Earlier this year, I traveled to the volcanic island of Iceland to explore its famously dramatic landscapes. Besides natural wonders like ice caves and geysers, I learned the country also has plenty to offer when it comes to culinary delights like fresh seafood, grass-fed meats, and rich dairy products.
The most well-known of these dairy products is skyr, that cultured dairy product with a creamy texture and tart flavor. I had tossed a few containers into my grocery cart while perusing the yogurt section over the years, but I didn't fully understand skyr's important role in Icelanders' daily life until I visited the country.
I had my first taste of true Icelandic skyr at Gamla fjósið, an unassuming restaurant housed in a former cow shed in the shadow of a volcanic glacier. Still a bit damp from visiting the Seljalandsfoss waterfall just down the road, I tried a savory bite of beef carpaccio with arugula and blueberry skyr sauce.
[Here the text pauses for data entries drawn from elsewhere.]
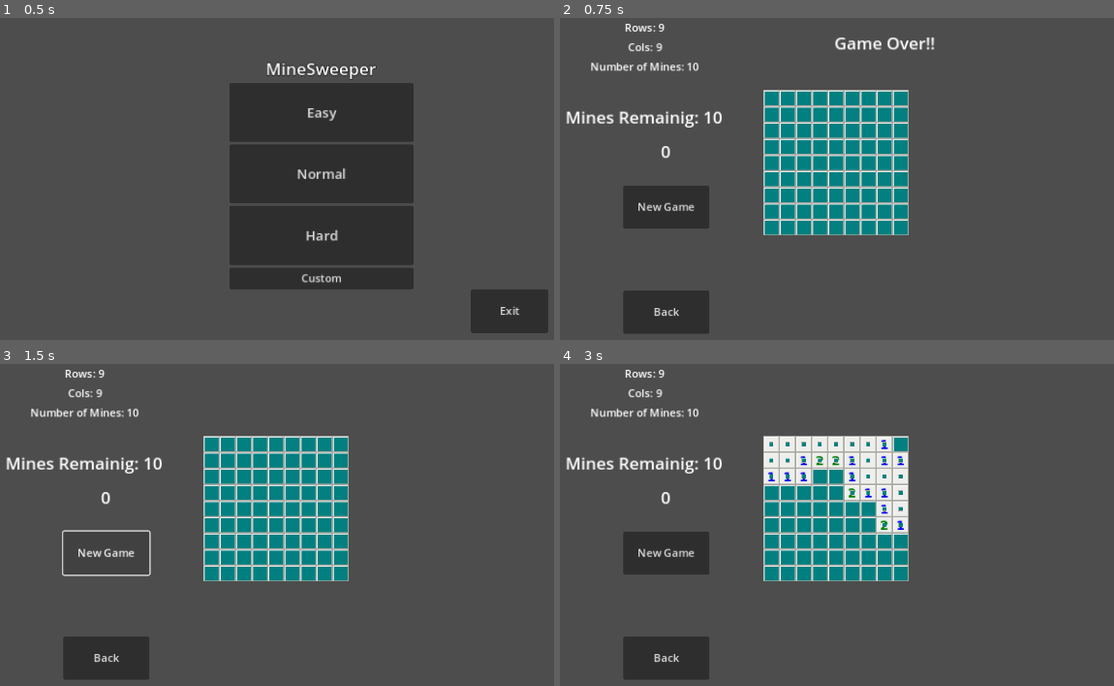
Above: before the commit, frames 1-4 (two rows, left to right).
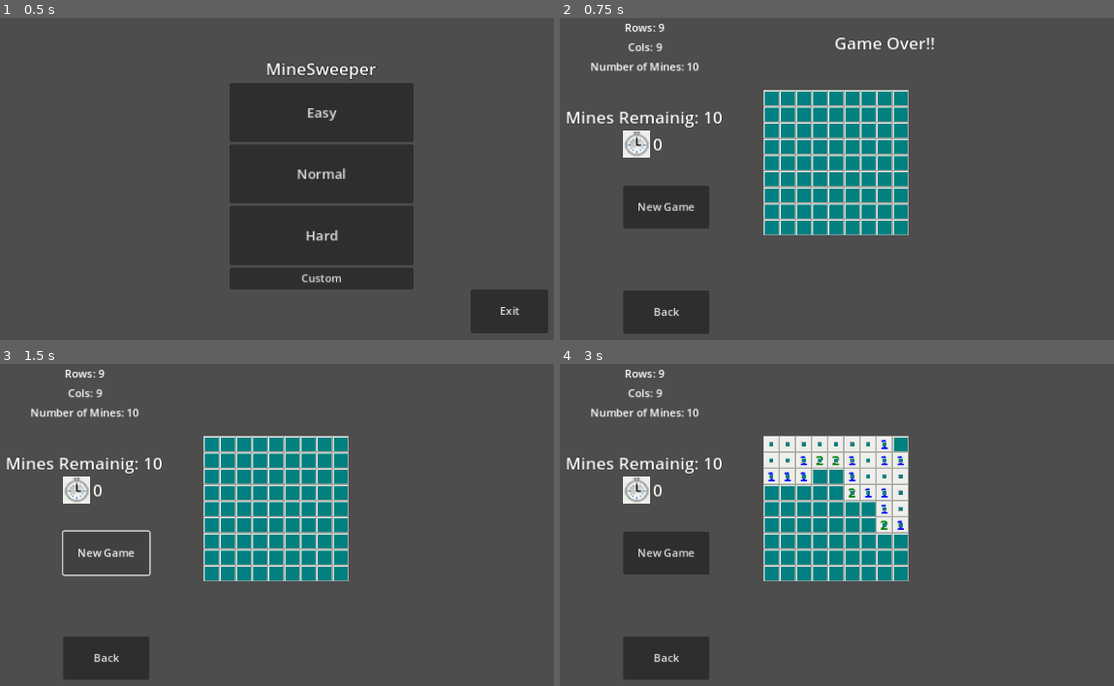
Above: after the commit, the same moments.

Repository: PudWin14/Go_Minas
Game: Godot game, scene res://Scenes/main.tscn
Two runs of this game, one before a commit and one after it. Both use one fixed random seed, a clock stepped at 60 frames per second and the inputs below.
Inputs (mouse positions are in pixels of both pictures, inside the frame that each line leads up to):
- Up to frame 1 (0.5 s): no input
- Up to frame 2 (0.75 s): click "Easy" at 0.5 s
- Up to frame 3 (1.5 s): click "New Game" at 1.25 s
- Up to frame 4 (3 s): click "New Game" at 2 s; click (770, 444) at 2.75 s

Frame 1 is identical in both runs. In frame 2, 0.6% of the frame differs, in the area x 1-68%, y 6-44%; in frame 3, 0.6%; in frame 4, 0.6%.

Commit message:
Added an icon to the clock

Diff:
--- a/Resources/hud_font.tres
+++ b/Resources/hud_font.tres
@@ -2,3 +2,5 @@
 
 [resource]
 font_size = 25
+outline_size = 2
+outline_color = Color(0, 0, 0, 1)
--- a/Scenes/HUD.gd
+++ b/Scenes/HUD.gd
@@ -60,7 +60,7 @@
 
 
 func update_time(time):
-	$TimeLabel.text = str(time)
+	$TimeHBoxContainer/TimeLabel.text = str(time)
 
 func update_remaining_mines(remainig):
 	$RemainingLabel.text = "Mines Remainig: " + str(remainig)
--- a/Scenes/hud.tscn
+++ b/Scenes/hud.tscn
@@ -1,7 +1,8 @@
-[gd_scene load_steps=3 format=3 uid="uid://cmxc644cqh1ho"]
+[gd_scene load_steps=4 format=3 uid="uid://cmxc644cqh1ho"]
 
 [ext_resource type="Script" path="res://Scenes/HUD.gd" id="1_6yglb"]
 [ext_resource type="LabelSettings" uid="uid://32m2pxmmpg5w" path="res://Resources/hud_font.tres" id="2_fc7d2"]
+[ext_resource type="Texture2D" uid="uid://efynp4s0jo00" path="res://Assets/Minesweeper_LAZARUS_21x21_clock.png" id="3_fhgvs"]
 
 [node name="HUD" type="CanvasLayer"]
 process_mode = 3
@@ -110,20 +111,6 @@
 horizontal_alignment = 1
 vertical_alignment = 1
 
-[node name="TimeLabel" type="Label" parent="."]
-anchors_preset = 4
-anchor_top = 0.5
-anchor_bottom = 0.5
-offset_left = 232.0
-offset_top = -103.0
-offset_right = 280.0
-offset_bottom = -63.0
-grow_vertical = 2
-text = "0"
-label_settings = ExtResource("2_fc7d2")
-horizontal_alignment = 1
-vertical_alignment = 1
-
 [node name="RemainingLabel" type="Label" parent="."]
 offset_left = 106.0
 offset_top = 171.0
@@ -131,6 +118,25 @@
 offset_bottom = 210.0
 theme_override_font_sizes/font_size = 17
 text = "Mines Remainig: 99"
+label_settings = ExtResource("2_fc7d2")
+horizontal_alignment = 1
+vertical_alignment = 1
+
+[node name="TimeHBoxContainer" type="HBoxContainer" parent="."]
+offset_left = 192.0
+offset_top = 210.0
+offset_right = 250.0
+offset_bottom = 250.0
+metadata/_edit_group_ = true
+
+[node name="ClockTexture" type="TextureRect" parent="TimeHBoxContainer"]
+layout_mode = 2
+texture = ExtResource("3_fhgvs")
+expand_mode = 2
+
+[node name="TimeLabel" type="Label" parent="TimeHBoxContainer"]
+layout_mode = 2
+text = "0"
 label_settings = ExtResource("2_fc7d2")
 horizontal_alignment = 1
 vertical_alignment = 1

But the most memorable dish was the dessert — an artful plating of a single scoop of skyr beside a pool of thick cream dotted with crumbled ginger snaps, fresh blueberries, and cherry jam. The textures of the luscious skyr and velvety cream contrasted with each other, while the fruit components offered just the right touch of tart flavors and sweetness to cut through the richness. Until then, I had assumed skyr was just a type of glorified yogurt that sounded like a boring ingredient for a dessert. Boy, was I wrong.
What Is Skyr Exactly?
Skyr, available in grocery stores under brands like Siggi's, Smári Organics, Icelandic Provisions, and others, is indeed marketed to Americans as a type of yogurt. During my travels in Iceland, though, I realized that it's so much more than that.
The cultured dairy product could be considered the national food of Iceland, where it's been a part of the culture for more than 1100 years. Vikings originally brought skyr to the island from Norway. Although the tradition eventually died out there, it thrived in Iceland. The writers of the medieval Icelandic Sagas mention skyr, and three Viking-era jars containing skyr residue are on display at the National Museum. More recently, a crowd of protestors voiced their anger with the prime minister last year by pelting Parliament with skyr instead of tomatoes.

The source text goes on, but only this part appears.